Andy Warhol is credited with the famous line that foretold a future of 15 minutes of fame for everyone. While his exact words of the phrase may be debated, Warhol was known to business and the art world alike – being an award-winning advertiser for clients such as Tiffany & Co. and Columbia Records, a proponent of digital art with the Commodore Amiga, and an avid fan of new technologies like the Polaroid SX-70 model. Warhol’s name is also appearing in today’s tech conversation, with the US Supreme Court potentially ruling on the Andy Warhol Foundation for the Visual Arts, Inc. v. Goldsmith case which could decide whether a series of Warhol’s images depicting Prince were truly transformative, enough to be considered as fair use under copyright law. This case has the potential to shift the interpretation of fair use law and has been deeply pondered by legal scholars due to the major implications it may have, should it be approved or disapproved.
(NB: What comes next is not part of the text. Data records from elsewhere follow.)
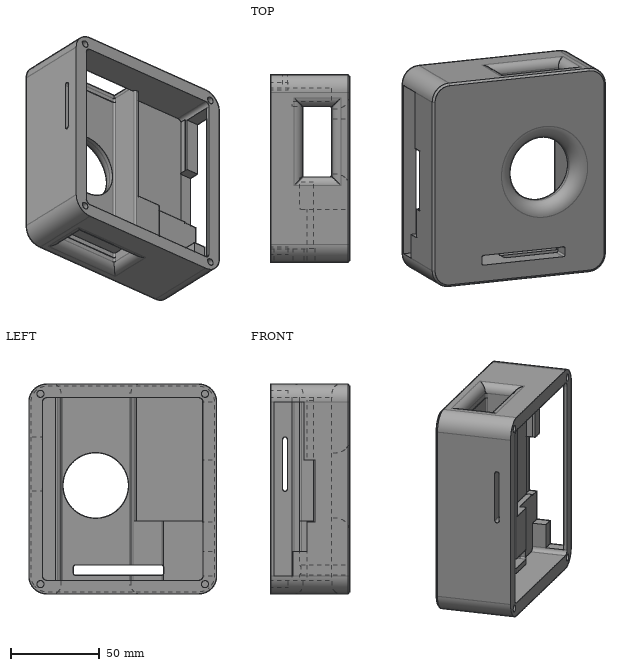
import cadquery as cq
import math

DEPTH = 45.0
WIDTH = 106.5
HEIGHT = 119.0
WALL = 7.75
CAVITY_RADIUS = 2.5
BACK_EDGE = 1.25

CAVITY_Y = WIDTH / 2 - WALL
CAVITY_Z = HEIGHT / 2 - WALL
CORNER_RADIUS = CAVITY_RADIUS + WALL

RIB_THICKNESS = 3.0
RIB_ROUND = 1.1
CHANNEL_FLOOR_X = 34.6
CHANNEL_CORNER_RADIUS = 1.0
CHANNEL_MAX_Y = 35.05
CHANNEL_MIN_Y = -4.7
OUTER_RIB_X = 12.1
INNER_RIB_X = 16.5
PORT_MIN_X = 18.3
PORT_MAX_X = 34.9
PORT_FLARE = 5.0

BLOCK_MIN_Y = -23.2
BAY_FLOOR_X = 20.6
SHELF_X = 24.2
SHELF_MIN_Y = -45.3
SHELF_Z = -18.1

SENSOR_DIAMETER = 37.0
SENSOR_Y = 15.3
SENSOR_Z = 2.0
SENSOR_FLARE_START_X = 37.0

BACK_SLOT_LENGTH = 51.0
BACK_SLOT_HEIGHT = 5.7
BACK_SLOT_Y = 2.4
BACK_SLOT_Z = -45.95
BACK_SLOT_RADIUS = 1.0

SIDE_SLOT_WIDTH = 2.6
SIDE_SLOT_LENGTH = 30.6
SIDE_SLOT_X = 8.2
SIDE_SLOT_Z = 14.1

WINDOW_FRONT_X = 2.0
WINDOW_Z = HEIGHT / 2 - CORNER_RADIUS
NOTCH_TOP_Z = 16.3
NOTCH_BOTTOM_Z = -18.6
SILL_Z = -35.4
WINDOW_TOP_X = 19.0
NOTCH_X = 25.2
WINDOW_BOTTOM_X = 12.6
WINDOW_STEPS = [
    (NOTCH_TOP_Z, WINDOW_Z, WINDOW_TOP_X),
    (NOTCH_BOTTOM_Z, NOTCH_TOP_Z, NOTCH_X),
    (SILL_Z, NOTCH_BOTTOM_Z, BAY_FLOOR_X),
    (-WINDOW_Z, SILL_Z, WINDOW_BOTTOM_X),
]

SCREW_DIAMETER = 4.0
SCREW_DEPTH = 10.0
SCREW_SPACING_Y = 93.2
SCREW_SPACING_Z = 107.8


def block(x_range, y_range, z_range):
    """Box spanning the given coordinate ranges."""
    (x0, x1), (y0, y1), (z0, z1) = x_range, y_range, z_range
    return cq.Workplane("XY").box(x1 - x0, y1 - y0, z1 - z0, centered=False).translate((x0, y0, z0))


def outer_body():
    body = cq.Workplane("YZ").rect(WIDTH, HEIGHT).extrude(DEPTH)
    return body.edges("|X").fillet(CORNER_RADIUS).faces(">X").edges().chamfer(BACK_EDGE)


def cavity_prism(depth):
    """Full rounded outline of the cavity, from the open front to the given depth."""
    prism = cq.Workplane("YZ").rect(2 * CAVITY_Y, 2 * CAVITY_Z).extrude(depth)
    return prism.edges("|X").fillet(CAVITY_RADIUS)


def inner_block():
    """Ribs and block left standing inside the cavity."""
    z_range = (-HEIGHT / 2, HEIGHT / 2)
    outer_rib = block(
        (OUTER_RIB_X, CHANNEL_FLOOR_X), (CHANNEL_MAX_Y, CHANNEL_MAX_Y + RIB_THICKNESS), z_range
    )
    outer_rib = outer_rib.faces("<X").edges("|Z").fillet(RIB_ROUND)
    rib_min_y = CHANNEL_MIN_Y - RIB_THICKNESS
    inner_rib = block((INNER_RIB_X, CHANNEL_FLOOR_X), (rib_min_y, CHANNEL_MIN_Y), z_range)
    inner_rib = inner_rib.faces("<X").edges("|Z").fillet(RIB_ROUND)
    lower = block((INNER_RIB_X, CHANNEL_FLOOR_X), (BLOCK_MIN_Y, CHANNEL_MIN_Y), (z_range[0], SHELF_Z))
    lower = lower.faces("<X").edges("|Z").fillet(RIB_ROUND)
    bay_floor = block((BAY_FLOOR_X, CHANNEL_FLOOR_X), (-CAVITY_Y, CHANNEL_MIN_Y), z_range)
    shelf = block((0, SHELF_X), (SHELF_MIN_Y, rib_min_y), (SHELF_Z, z_range[1]))
    return bay_floor.cut(shelf).union(inner_rib).union(lower).union(outer_rib)


def channel(x_range, z_range):
    """Stretch of the air channel, with rounded corners at its back."""
    space = block(x_range, (CHANNEL_MIN_Y, CHANNEL_MAX_Y), z_range)
    return space.edges("|Z and >X").fillet(CHANNEL_CORNER_RADIUS)


def flare_profile(plane, low, high):
    """Passage from low to high that curves outward to both sides at the top wall surface."""
    top = HEIGHT / 2
    start = top - PORT_FLARE
    swing = PORT_FLARE * math.sqrt(0.5)
    return (
        cq.Workplane(plane)
        .moveTo(low, start)
        .threePointArc((low - PORT_FLARE + swing, start + swing), (low - PORT_FLARE, top))
        .lineTo(high + PORT_FLARE, top)
        .threePointArc((high + PORT_FLARE - swing, start + swing), (high, start))
        .close()
        .extrude(WIDTH, both=True)
    )


def port_flare():
    """Mitred flare of the channel mouth in the top wall."""
    along_x = flare_profile("XZ", PORT_MIN_X, PORT_MAX_X)
    along_y = flare_profile("YZ", CHANNEL_MIN_Y, CHANNEL_MAX_Y)
    return along_x.intersect(along_y)


def sensor_opening():
    radius = SENSOR_DIAMETER / 2
    flare = DEPTH - SENSOR_FLARE_START_X
    swing = flare * math.sqrt(0.5)
    return (
        cq.Workplane("XY")
        .moveTo(OUTER_RIB_X, 0)
        .lineTo(OUTER_RIB_X, radius)
        .lineTo(SENSOR_FLARE_START_X, radius)
        .threePointArc(
            (SENSOR_FLARE_START_X + swing, radius + flare - swing), (DEPTH, radius + flare)
        )
        .lineTo(DEPTH, 0)
        .close()
        .revolve(360, (0, 0, 0), (1, 0, 0))
        .translate((0, SENSOR_Y, SENSOR_Z))
    )


def back_slot():
    slot = cq.Workplane("YZ").center(BACK_SLOT_Y, BACK_SLOT_Z).rect(BACK_SLOT_LENGTH, BACK_SLOT_HEIGHT)
    return slot.extrude(DEPTH).edges("|X").fillet(BACK_SLOT_RADIUS)


def side_slot():
    slot = cq.Workplane("XZ").center(SIDE_SLOT_X, SIDE_SLOT_Z).slot2D(SIDE_SLOT_LENGTH, SIDE_SLOT_WIDTH, 90)
    return slot.extrude(-WIDTH)


def window_steps():
    window = cq.Workplane("XY")
    for z_low, z_high, back_x in WINDOW_STEPS:
        window = window.union(block((WINDOW_FRONT_X, back_x), (-WIDTH / 2, SHELF_MIN_Y), (z_low, z_high)))
    return window


def screw_holes():
    holes = cq.Workplane("YZ").rect(SCREW_SPACING_Y, SCREW_SPACING_Z, forConstruction=True).vertices()
    return holes.circle(SCREW_DIAMETER / 2).extrude(SCREW_DEPTH)


hollow = cavity_prism(CHANNEL_FLOOR_X).cut(inner_block())
hollow = hollow.cut(block((0, DEPTH), (CHANNEL_MIN_Y, CHANNEL_MAX_Y), (-HEIGHT, HEIGHT)))
hollow = hollow.union(channel((0, CHANNEL_FLOOR_X), (-CAVITY_Z, CAVITY_Z)))

result = outer_body().cut(hollow)
for side in (-1, 1):
    wall_range = sorted((side * CAVITY_Z, side * HEIGHT / 2))
    result = result.cut(channel((PORT_MIN_X, PORT_MAX_X), wall_range))
result = result.cut(port_flare()).cut(port_flare().mirror("XY"))
result = result.cut(sensor_opening()).cut(back_slot()).cut(side_slot())
result = result.cut(window_steps()).cut(screw_holes())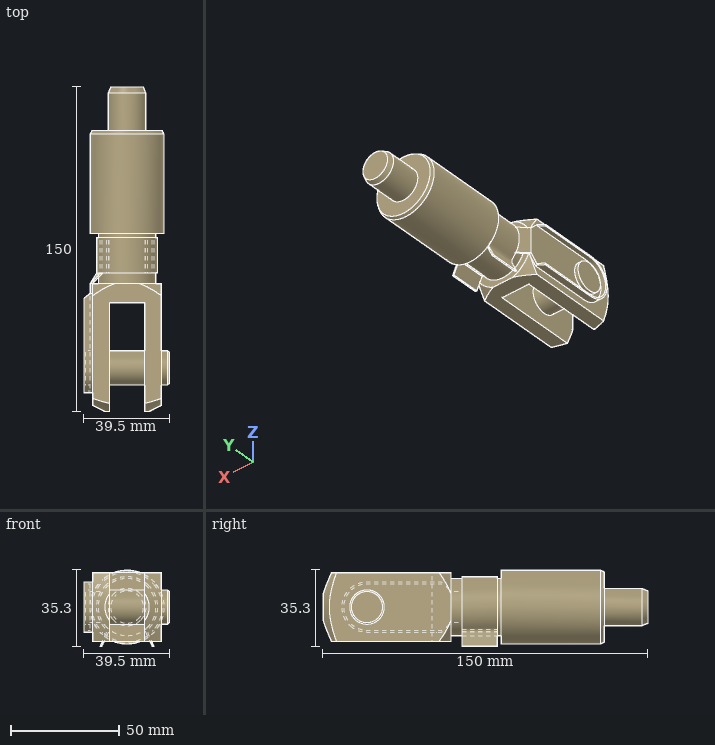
import cadquery as cq
import math


fork_width = 31.8
fork_half = fork_width / 2
slot_width = 16.2
fork_tip_y = -20.2
fork_base_y = 38.8
slot_floor_y = 30.0
tip_flat_radius = 10.2
tip_cone_slope = 0.5
base_flat_radius = 17.0
corner_radius = 23.2

neck_radius = 13.28
barrel_radius = 17.1
barrel_start_y = 62.0
barrel_end_y = 109.6
barrel_chamfer = 1.8
barrel_chamfer_depth = 0.9
stud_radius = 8.7
stud_end_y = fork_tip_y + 150
stud_chamfer = 2.8
stud_chamfer_depth = 1.2

pin_radius = 8.0
pin_end_x = 19.5
pin_chamfer = 0.8
pin_head_x = -19.2

rim_outer_x = -20.0
rim_radius = 11.62
rim_thickness = 0.9
plate_thickness = 1.2
plate_outer_x = -fork_half - plate_thickness
rim_slope_start_y = 32.1
rim_end_y = 34.4
bridge_half_width = 7.2
band_radius = 14.1
band_start_y = 43.8
band_end_y = 60.2
band_length = band_end_y - band_start_y
tab_root_z = -10.8
tab_tip_x = 12.5
tab_tip_z = -18.2
tab_thickness = 0.9
bend_radius = 2.2


def y_cylinder(radius, start_y, end_y):
    """Cylinder on the rod axis."""
    return cq.Workplane("XZ", origin=(0, start_y, 0)).circle(radius).extrude(start_y - end_y)


def x_cylinder(radius, start_x, end_x):
    """Cylinder on the pin axis."""
    return cq.Workplane("YZ", origin=(start_x, 0, 0)).circle(radius).extrude(end_x - start_x)


def make_fork():
    length = fork_base_y - fork_tip_y
    block = cq.Workplane("XY").box(fork_width, length, fork_width)
    block = block.translate((0, (fork_base_y + fork_tip_y) / 2, 0))
    tip_edge_y = fork_tip_y + tip_cone_slope * (corner_radius - tip_flat_radius)
    base_edge_y = fork_base_y - (corner_radius - base_flat_radius)
    envelope = (
        cq.Workplane("XY")
        .moveTo(0, fork_tip_y)
        .lineTo(tip_flat_radius, fork_tip_y)
        .lineTo(corner_radius, tip_edge_y)
        .lineTo(corner_radius, base_edge_y)
        .lineTo(base_flat_radius, fork_base_y)
        .lineTo(0, fork_base_y)
        .close()
        .revolve(360, (0, 0, 0), (0, 1, 0))
    )
    slot_length = slot_floor_y - fork_tip_y
    slot = cq.Workplane("XY").box(slot_width, slot_length, fork_width)
    slot = slot.translate((0, (slot_floor_y + fork_tip_y) / 2, 0))
    return block.intersect(envelope).cut(slot)


def make_rod():
    return (
        cq.Workplane("XY")
        .moveTo(0, slot_floor_y)
        .lineTo(neck_radius, slot_floor_y)
        .lineTo(neck_radius, barrel_start_y)
        .lineTo(barrel_radius, barrel_start_y)
        .lineTo(barrel_radius, barrel_end_y - barrel_chamfer)
        .lineTo(barrel_radius - barrel_chamfer_depth, barrel_end_y)
        .lineTo(stud_radius, barrel_end_y)
        .lineTo(stud_radius, stud_end_y - stud_chamfer)
        .lineTo(stud_radius - stud_chamfer_depth, stud_end_y)
        .lineTo(0, stud_end_y)
        .close()
        .revolve(360, (0, 0, 0), (0, 1, 0))
    )


def make_pin():
    return x_cylinder(pin_radius, pin_head_x, pin_end_x).faces(">X").chamfer(pin_chamfer)


def rounded_strip(radius, start_x, end_x):
    """Strip along the fork side, rounded about the pin axis and square at the fork base."""
    return (
        cq.Workplane("YZ", origin=(start_x, 0, 0))
        .moveTo(fork_base_y, radius)
        .lineTo(0, radius)
        .threePointArc((-radius, 0), (0, -radius))
        .lineTo(fork_base_y, -radius)
        .close()
        .extrude(end_x - start_x)
    )


def make_rimmed_plate():
    plate = rounded_strip(rim_radius, rim_outer_x, -fork_half)
    plate = plate.cut(rounded_strip(rim_radius - rim_thickness, rim_outer_x, plate_outer_x))
    rim_end = (
        cq.Workplane("XY", origin=(0, 0, -rim_radius))
        .moveTo(rim_outer_x, rim_slope_start_y)
        .lineTo(plate_outer_x, rim_end_y)
        .lineTo(plate_outer_x, fork_base_y)
        .lineTo(rim_outer_x, fork_base_y)
        .close()
        .extrude(2 * rim_radius)
    )
    taper = (
        cq.Workplane("YZ", origin=(rim_outer_x, 0, 0))
        .moveTo(-rim_radius, rim_radius)
        .lineTo(rim_end_y, rim_radius)
        .lineTo(fork_base_y, bridge_half_width)
        .lineTo(fork_base_y, -bridge_half_width)
        .lineTo(rim_end_y, -rim_radius)
        .lineTo(-rim_radius, -rim_radius)
        .close()
        .extrude(-fork_half - rim_outer_x)
    )
    return plate.cut(rim_end).intersect(taper)


def chord_x(radius):
    """X of a circle of this radius at the edge of the bridge."""
    return -math.sqrt(radius**2 - bridge_half_width**2)


def make_bridge():
    """Sheet that passes from the flat plate to the round band."""
    return (
        cq.Workplane("XZ", origin=(0, fork_base_y, 0))
        .moveTo(plate_outer_x, -bridge_half_width)
        .lineTo(plate_outer_x, bridge_half_width)
        .lineTo(-fork_half, bridge_half_width)
        .lineTo(-fork_half, -bridge_half_width)
        .close()
        .workplane(offset=fork_base_y - band_start_y)
        .moveTo(chord_x(band_radius), -bridge_half_width)
        .threePointArc((-band_radius, 0), (chord_x(band_radius), bridge_half_width))
        .lineTo(chord_x(neck_radius), bridge_half_width)
        .threePointArc((-neck_radius, 0), (chord_x(neck_radius), -bridge_half_width))
        .close()
        .loft(ruled=True)
    )


def make_band():
    band = y_cylinder(band_radius, band_start_y, band_end_y)
    tab_root_x = math.sqrt(band_radius**2 - tab_root_z**2)
    run = tab_tip_x - tab_root_x
    drop = tab_root_z - tab_tip_z
    slant = math.hypot(run, drop)
    offset_x = tab_thickness * drop / slant
    offset_z = tab_thickness * run / slant
    opening = (
        cq.Workplane("XZ", origin=(0, band_start_y, 0))
        .rect(2 * (tab_root_x - offset_x), 2 * band_radius)
        .extrude(-band_length)
        .translate((0, 0, tab_root_z + offset_z - band_radius))
    )
    band = band.cut(opening)
    tab = (
        cq.Workplane("XZ", origin=(0, band_start_y, 0))
        .moveTo(tab_root_x, tab_root_z)
        .lineTo(tab_tip_x, tab_tip_z)
        .lineTo(tab_tip_x - offset_x, tab_tip_z)
        .lineTo(tab_root_x - offset_x, tab_root_z)
        .close()
        .extrude(-band_length)
    )
    band = band.union(tab).union(tab.mirror("YZ"))
    mid_y = (band_start_y + band_end_y) / 2
    for side in (-1, 1):
        bend_edge = cq.selectors.NearestToPointSelector((side * tab_root_x, mid_y, tab_root_z))
        band = band.edges("|Y").edges(bend_edge).fillet(bend_radius)
    return band


result = make_fork().union(make_rod()).union(make_pin())
result = result.union(make_rimmed_plate()).union(make_bridge()).union(make_band())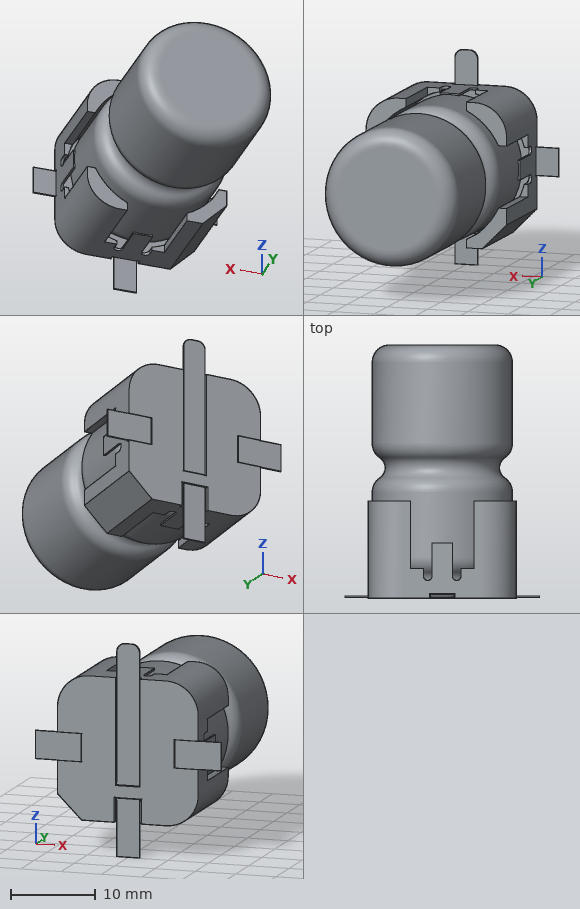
import cadquery as cq
import math


TOTAL_LENGTH = 29.9
SPAN_X = 23.0
SPAN_Z = 25.7

CAN_RADIUS = 8.28
CAN_TOP_ROUND = 2.05
GROOVE_DEPTH = 1.52
SHOULDER_RADIUS = 2.0
THROAT_RADIUS = 1.45
UPPER_GROOVE_Y = 15.4
CAN_BOTTOM = 1.85

GROOVE_ANGLE = math.acos(1 - GROOVE_DEPTH / (SHOULDER_RADIUS + THROAT_RADIUS))
GROOVE_HALF_WIDTH = (SHOULDER_RADIUS + THROAT_RADIUS) * math.sin(GROOVE_ANGLE)

BASE_WIDTH = 17.45
BASE_HEIGHT = 11.5
BASE_CORNER_RADIUS = 3.98
BASE_CHAMFER = 3.02
POCKET_CLEARANCE = 0.3
POCKET_RADIUS = CAN_RADIUS + POCKET_CLEARANCE

WINDOW_WIDTH = 7.48
WINDOW_SILL = 3.53
TONGUE_WIDTH = 2.4
TONGUE_TOP = 6.55
RELIEF_WIDTH = 1.02
RELIEF_BOTTOM = 2.12

TERMINAL_THICKNESS = 0.2
TERMINAL_RECESS = 0.1
TERMINAL_BACK = TERMINAL_RECESS + TERMINAL_THICKNESS
SLOT_GAP = 0.1
LEAD_WIDTH = 2.8
LEAD_BEND_RADIUS = 0.15
LONG_LEAD_TIP_RADIUS = 1.0
LONG_SLOT_END = -4.28
LONG_SLOT_WIDTH = LEAD_WIDTH + 2 * SLOT_GAP
LONG_SLOT_DEPTH = 0.6
SHORT_SLOT_END = 5.7
SHORT_SLOT_WIDTH = 3.4
SHORT_SLOT_DEPTH = 0.5


def box(x0, x1, y0, y1, z0, z1):
    """Box between two opposite corners."""
    return cq.Workplane("XY").box(x1 - x0, y1 - y0, z1 - z0, centered=False).translate((x0, y0, z0))


def groove_arcs(profile, center_y, side, inward):
    """Draw one side of a groove (side +1 above its middle, -1 below), inward or outward."""
    throat_radius = CAN_RADIUS - GROOVE_DEPTH

    def shoulder(angle):
        radius = CAN_RADIUS - SHOULDER_RADIUS * (1 - math.cos(angle))
        return (radius, center_y + side * (GROOVE_HALF_WIDTH - SHOULDER_RADIUS * math.sin(angle)))

    def throat(angle):
        radius = throat_radius + THROAT_RADIUS * (1 - math.cos(angle))
        return (radius, center_y + side * THROAT_RADIUS * math.sin(angle))

    half_angle = GROOVE_ANGLE / 2
    if inward:
        profile = profile.threePointArc(shoulder(half_angle), shoulder(GROOVE_ANGLE))
        return profile.threePointArc(throat(half_angle), throat(0))
    profile = profile.threePointArc(throat(half_angle), throat(GROOVE_ANGLE))
    return profile.threePointArc(shoulder(half_angle), shoulder(0))


def make_can():
    """Turned can with a rounded top, a crimp groove and a necked-in bottom."""
    profile = (
        cq.Workplane("XY")
        .moveTo(0, TOTAL_LENGTH)
        .lineTo(CAN_RADIUS - CAN_TOP_ROUND, TOTAL_LENGTH)
        .radiusArc((CAN_RADIUS, TOTAL_LENGTH - CAN_TOP_ROUND), CAN_TOP_ROUND)
        .lineTo(CAN_RADIUS, UPPER_GROOVE_Y + GROOVE_HALF_WIDTH)
    )
    profile = groove_arcs(profile, UPPER_GROOVE_Y, 1, True)
    profile = groove_arcs(profile, UPPER_GROOVE_Y, -1, False)
    profile = profile.lineTo(CAN_RADIUS, CAN_BOTTOM + GROOVE_HALF_WIDTH)
    profile = groove_arcs(profile, CAN_BOTTOM, 1, True)
    return profile.lineTo(0, CAN_BOTTOM).close().revolve(360, (0, 0, 0), (0, 1, 0))


def make_window():
    """Cutter for one pair of opposite windows, running through along Z, with a tongue left standing."""
    half = WINDOW_WIDTH / 2
    reach = BASE_WIDTH / 2
    window = box(-half, half, WINDOW_SILL, BASE_HEIGHT, -reach, reach)
    tongue_half = TONGUE_WIDTH / 2
    window = window.cut(box(-tongue_half, tongue_half, WINDOW_SILL, TONGUE_TOP, -reach, reach))
    relief_radius = RELIEF_WIDTH / 2
    relief_center = RELIEF_BOTTOM + relief_radius
    for side in (-1, 1):
        x = side * (tongue_half + relief_radius)
        slot = box(x - relief_radius, x + relief_radius, relief_center, WINDOW_SILL, -reach, reach)
        slot_end = (
            cq.Workplane("XY", origin=(x, relief_center, -reach)).circle(relief_radius).extrude(2 * reach)
        )
        window = window.union(slot).union(slot_end)
    return window


def make_base():
    """Square base with a can pocket, four windows, terminal slots and two side pads."""
    half = BASE_WIDTH / 2
    base = box(-half, half, 0, BASE_HEIGHT, -half, half)
    base = base.edges("|Y").edges("<X and <Z").chamfer(BASE_CHAMFER)
    base = base.edges("|Y").edges(">X or >Z").fillet(BASE_CORNER_RADIUS)

    pocket = (
        cq.Workplane("XZ", origin=(0, CAN_BOTTOM, 0)).circle(POCKET_RADIUS).extrude(CAN_BOTTOM - BASE_HEIGHT)
    )
    base = base.cut(pocket)

    window = make_window()
    for angle in (0, 90):
        base = base.cut(window.rotate((0, 0, 0), (0, 1, 0), angle))

    long_half = LONG_SLOT_WIDTH / 2
    base = base.cut(box(-long_half, long_half, 0, LONG_SLOT_DEPTH, LONG_SLOT_END, half))

    short_half = SHORT_SLOT_WIDTH / 2
    short_slot = box(-short_half, short_half, 0, SHORT_SLOT_DEPTH, -half, -SHORT_SLOT_END)
    for angle in (-90, 0, 90):
        base = base.cut(short_slot.rotate((0, 0, 0), (0, 1, 0), angle))

    pad_inner = SHORT_SLOT_END + SLOT_GAP
    for x0, x1 in ((-SPAN_X / 2, -pad_inner), (pad_inner, SPAN_X / 2)):
        base = base.union(box(x0, x1, TERMINAL_RECESS, TERMINAL_BACK, -short_half, short_half))
    return base


def make_lead(inner_z, outer_z, slot_depth):
    """Flat lead from inner_z to outer_z, its inner end bent up to rest on the slot floor."""
    half = LEAD_WIDTH / 2
    outward = math.copysign(1, outer_z - inner_z)
    leg_z = inner_z + outward * TERMINAL_THICKNESS
    return (
        cq.Workplane("YZ", origin=(-half, 0, 0))
        .moveTo(TERMINAL_RECESS, inner_z)
        .lineTo(TERMINAL_RECESS, outer_z)
        .lineTo(TERMINAL_BACK, outer_z)
        .lineTo(TERMINAL_BACK, leg_z + outward * LEAD_BEND_RADIUS)
        .radiusArc((TERMINAL_BACK + LEAD_BEND_RADIUS, leg_z), outward * LEAD_BEND_RADIUS)
        .lineTo(slot_depth, leg_z)
        .lineTo(slot_depth, inner_z)
        .close()
        .extrude(LEAD_WIDTH)
    )


def make_long_lead():
    """Long lead with a rounded tip, on the +Z side."""
    lead = make_lead(LONG_SLOT_END + SLOT_GAP, SPAN_Z / 2, LONG_SLOT_DEPTH)
    return lead.faces(">Z").edges("|Y").fillet(LONG_LEAD_TIP_RADIUS)


def make_short_lead():
    """Short square-ended lead, on the -Z side."""
    return make_lead(-SHORT_SLOT_END - SLOT_GAP, -SPAN_Z / 2, SHORT_SLOT_DEPTH)


can = make_can()
base = make_base()
long_lead = make_long_lead()
short_lead = make_short_lead()

result = cq.Compound.makeCompound([can.val(), base.val(), long_lead.val(), short_lead.val()])

Along with this case, the US Copyright Office has recently ruled that art produced by Artificial Intelligence (AI) technology is not eligible for copyright protection, though artists may attempt to register works that have human authorship. However, a class action lawsuit was recently filed against OpenAI, GitHub and GitHub’s parent company Microsoft alleging that the Copilot programming AI, which is a part of the “no-code ecosystem”, infringed on coders’ work that was used to train it. Additionally, Getty Images filed a claim against AI company Stability AI, citing “brazen infringement” of its image licensing catalog, and a trio of artists are taking legal action against another AI company, Midjourney, Stable Diffusion, and DeviantArt for reportedly scraping artists’ work and using it for their AI models.
All of these cases speak to the changes that have been happening in copyright law due to the advent of AI technology, representing the importance of considering the implications of both the recent ruling in the Warhol case and the initiative from the US Copyright Office. For Warhol fans, the outcome will be something to keep an eye out for and debate over, representing another addition to Warhol’s long-standing position as a revered artist in the business, advertising and art worlds.